Spectranetics Corp. said Tuesday it will pay $5 million to end a government investigation into allegations it imported and marketed medical lasers that had not been cleared by regulators.
The U.S. Department of Justice said Spectranetics illegally imported the devices and marketed them for purposes that had not been approved by the Food and Drug Administration, which led to false claims being filed with Medicare between 2003 and 2008. It also said a Spectranetics clinical trial called CORAL did not meet federal standards.
The Colorado-based company agreed to pay $4.9 million to resolve the investigation, which began in 2008, and will forfeit another $100,000 in cash or property in the near future. The Justice Department said Spectranetics is cooperating with the investigation, but the agreement means the company will avoid prosecution. Spectranetics accepted responsibility for its conduct and instituted safeguards in response, the Justice Department said.
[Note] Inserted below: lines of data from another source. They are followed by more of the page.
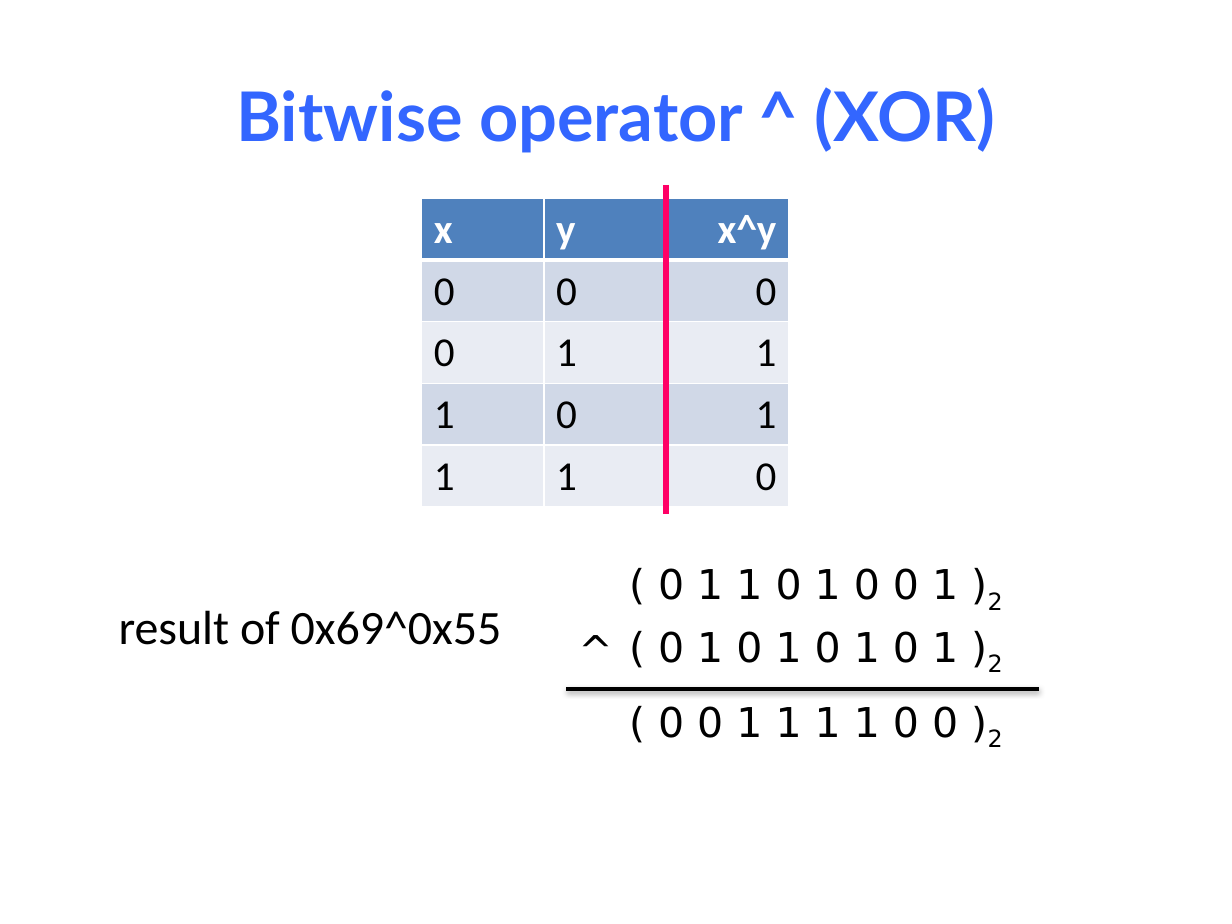
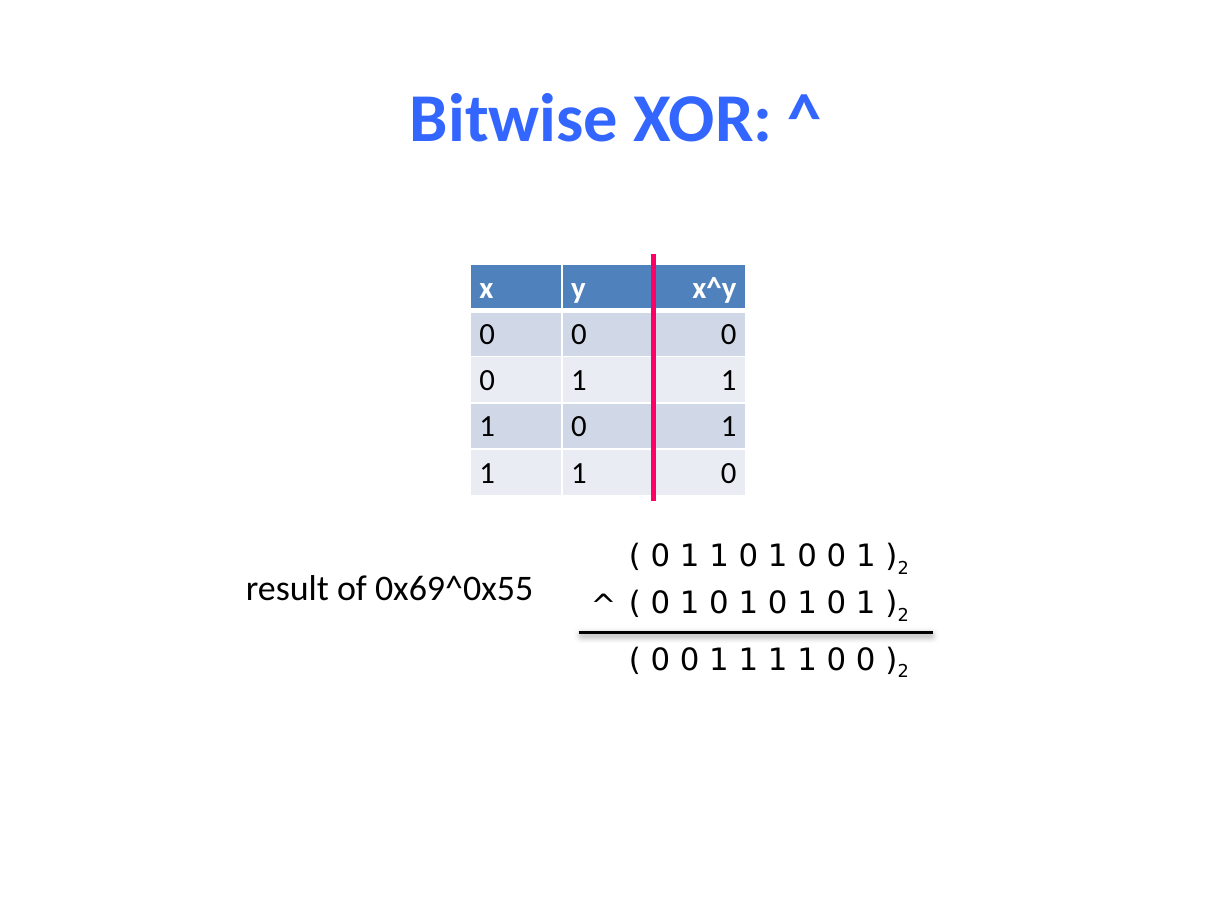
Before and after one commit to NYU-CSO/nyu-cso.github.io, a slide deck: slide 20 of notes/04-C_Basics.pptx (slide 25 before the commit). Drawn at 1232x924 pixels with LibreOffice and Linux fonts; fonts in the diff are those of the drawing. Boxes give left, top, right and bottom in pixels: in the first picture for what was removed or moved away, otherwise in the second. Text is boxed around its words. In the diff, an @@ line names an element or a change of style, - is before the commit and + after.

```diff
--- a/notes/04-C_Basics.pptx
+++ b/notes/04-C_Basics.pptx
@@ title at box(410, 93, 772, 142): text changed; font Lato to Calibri @@
-Bitwise operator ^ (XOR)
+Bitwise XOR: ^
@@ table at box(471, 265, 748, 496) @@
@@ size 24 to 18 pt @@
@@ table: place and size @@
-table at box(421, 198, 787, 506)
+table at box(471, 265, 748, 496)
@@ line moved from (667, 185) - (667, 515) to (653, 254) - (653, 501) @@
@@ text "( 0 1 1 0 ...": place and size @@
-text "( 0 1 1 0 ..." at box(658, 568, 1003, 610)
+text "( 0 1 1 0 ..." at box(651, 543, 909, 574)
@@ text "result of 0x69^0x55": place and size @@
-text "result of 0x69^0x55" at box(119, 610, 502, 645)
+text "result of 0x69^0x55" at box(246, 575, 533, 601)
@@ text "result of 0x69^0x55" at box(246, 575, 533, 601): size 28 to 21 pt @@
@@ size 24 to 18 pt in 4 elements at box(651, 543, 909, 574), box(651, 590, 909, 621), box(651, 647, 909, 677), box(579, 579, 630, 628) @@
@@ text "^": place and size @@
-text "^" at box(567, 618, 626, 680)
+text "^" at box(579, 579, 630, 628)
@@ text "( 0 1 0 1 ...": place and size @@
-text "( 0 1 0 1 ..." at box(658, 631, 1003, 672)
+text "( 0 1 0 1 ..." at box(651, 590, 909, 621)
@@ line moved from (567, 689) - (1039, 689) to (579, 632) - (934, 632) @@
@@ text "( 0 0 1 1 ...": place and size @@
-text "( 0 0 1 1 ..." at box(658, 706, 1003, 747)
+text "( 0 0 1 1 ..." at box(651, 647, 909, 677)
```
Also in this commit, not shown: 36 other slides changed, 7 slides added, 12 slides removed, 3 other files.

Spectranetics did not immediately return requests for comment.
The CORAL study evaluated lasers as a treatment for arterial plaque. The government said a second study also did not meet regulatory requirements. Products involved included the CVX-300 medical laser and the CliRpath turbo laser catheter, the TURBO elite laser ablation catheter, and the TURBO-Booster laser guide catheter.
In September 2008, the Food and Drug Administration and U.S. Immigration and Customs Enforcement served Spectranetics with a search warrant to get information related to the marketing, use and testing of a product, and payments to medical personnel. They also sought details of catheter guidewires and balloon catheters made by other companies, two post-market studies, and compensation packages for personnel.
Spectranetics shares jumped to an annual high on the news, rising 81 cents, or 13 percent, to $6.85. The stock peaked earlier at $7.77, its highest price since Sept. 4, 2008, the day the investigation was disclosed.